Top of TASK MATERIAL
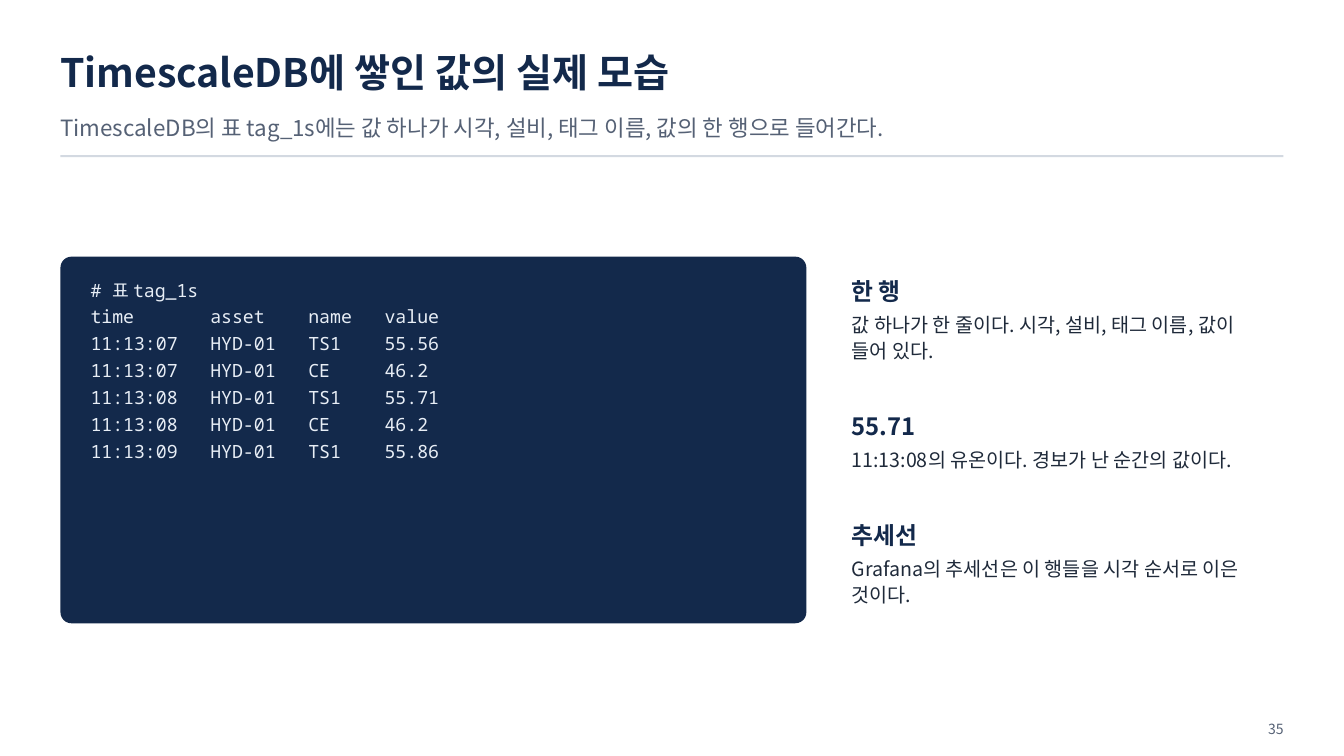
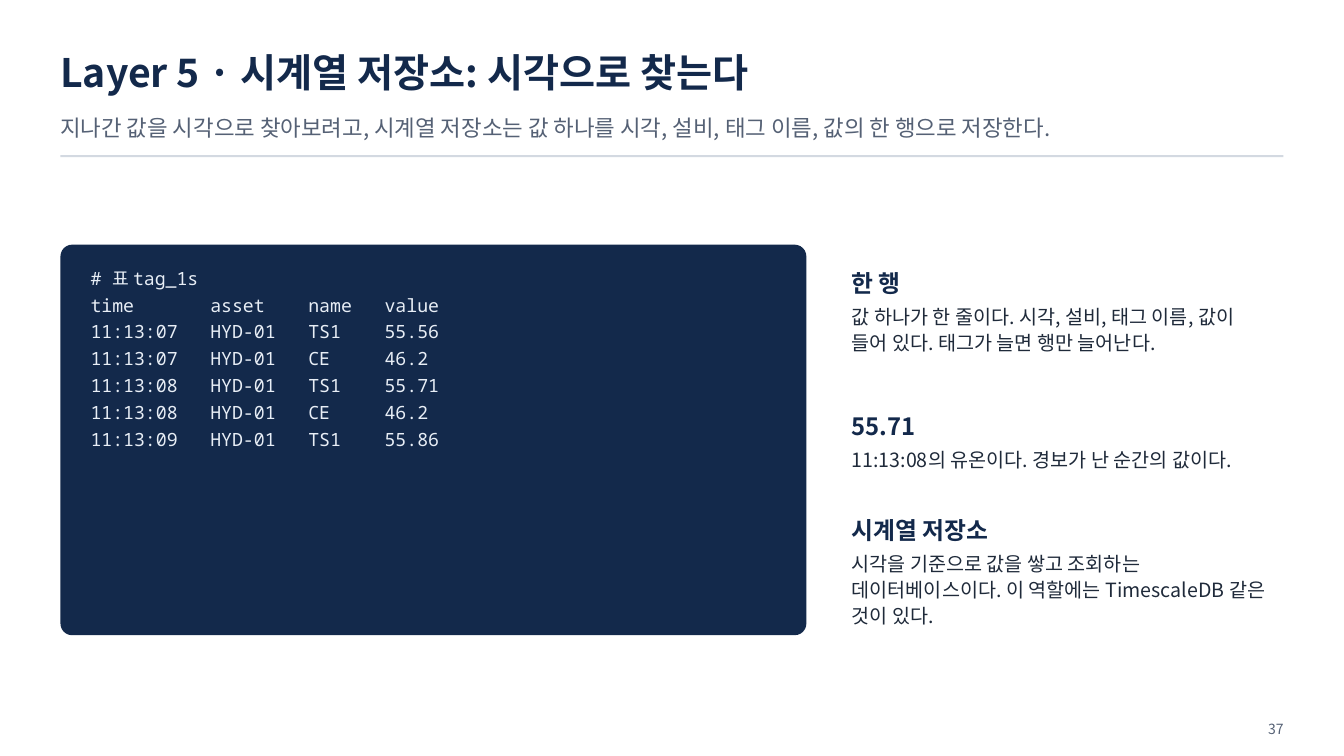
Before and after one commit to uengine-oss/hyd-iot-edu, a slide deck: slide 37 of course/slides/integrated/통합반_01일차.pptx (slide 35 before the commit). Drawn at 1344x756 pixels with LibreOffice and Linux fonts; fonts in the diff are those of the drawing. Boxes give left, top, right and bottom in pixels: in the first picture for what was removed or moved away, otherwise in the second. Text is boxed around its words. In the diff, an @@ line names an element or a change of style, - is before the commit and + after.

```diff
--- a/course/slides/integrated/통합반_01일차.pptx
+++ b/course/slides/integrated/통합반_01일차.pptx
@@ text at (60, 54, 748, 96): text changed @@
-TimescaleDB에 쌓인 값의 실제 모습
+Layer 5 · 시계열 저장소: 시각으로 찾는다
@@ text at (60, 117, 1051, 140): text changed @@
-TimescaleDB의 표 tag_1s에는 값 하나가 시각, 설비, 태그 이름, 값의 한 행으로 들어간다.
+지나간 값을 시각으로 찾아보려고, 시계열 저장소는 값 하나를 시각, 설비, 태그 이름, 값의 한 행으로 저장한다.
@@ rounded rectangle: place and size @@
-rounded rectangle at (60, 257, 807, 624)
+rounded rectangle at (60, 245, 807, 635)
@@ text "# 표 tag_1s": place and size @@
-text "# 표 tag_1s" at (91, 283, 439, 458)
+text "# 표 tag_1s" at (91, 271, 439, 446)
@@ text "한 행": place and size @@
-text "한 행" at (852, 280, 1234, 360)
+text "한 행" at (852, 272, 1234, 352)
@@ text at (852, 307, 1234, 352): text changed @@
-값 하나가 한 줄이다. 시각, 설비, 태그 이름, 값이 들어 있다.
+값 하나가 한 줄이다. 시각, 설비, 태그 이름, 값이 들어 있다. 태그가 늘면 행만 늘어난다.
@@ text at (852, 519, 1265, 625): text changed @@
-추세선
-Grafana의 추세선은 이 행들을 시각 순서로 이은 것이다.
+시계열 저장소
+시각을 기준으로 값을 쌓고 조회하는 데이터베이스이다. 이 역할에는 TimescaleDB 같은 것이 있다.
@@ text at (1268, 723, 1284, 734): text changed @@
-35
+37
```
Also in this commit, not shown: 70 other slides changed, 2 slides added, 5 slides removed, 9 other files.
Bottom of TASK MATERIAL
▸ EXERCISE DESCRIPTION
Copy out each line of the data that holds the string "changed".

▸ THE COMPLETED TASK
@@ text at (60, 54, 748, 96): text changed @@
@@ text at (60, 117, 1051, 140): text changed @@
@@ text at (852, 307, 1234, 352): text changed @@
@@ text at (852, 519, 1265, 625): text changed @@
@@ text at (1268, 723, 1284, 734): text changed @@
Also in this commit, not shown: 70 other slides changed, 2 slides added, 5 slides removed, 9 other files.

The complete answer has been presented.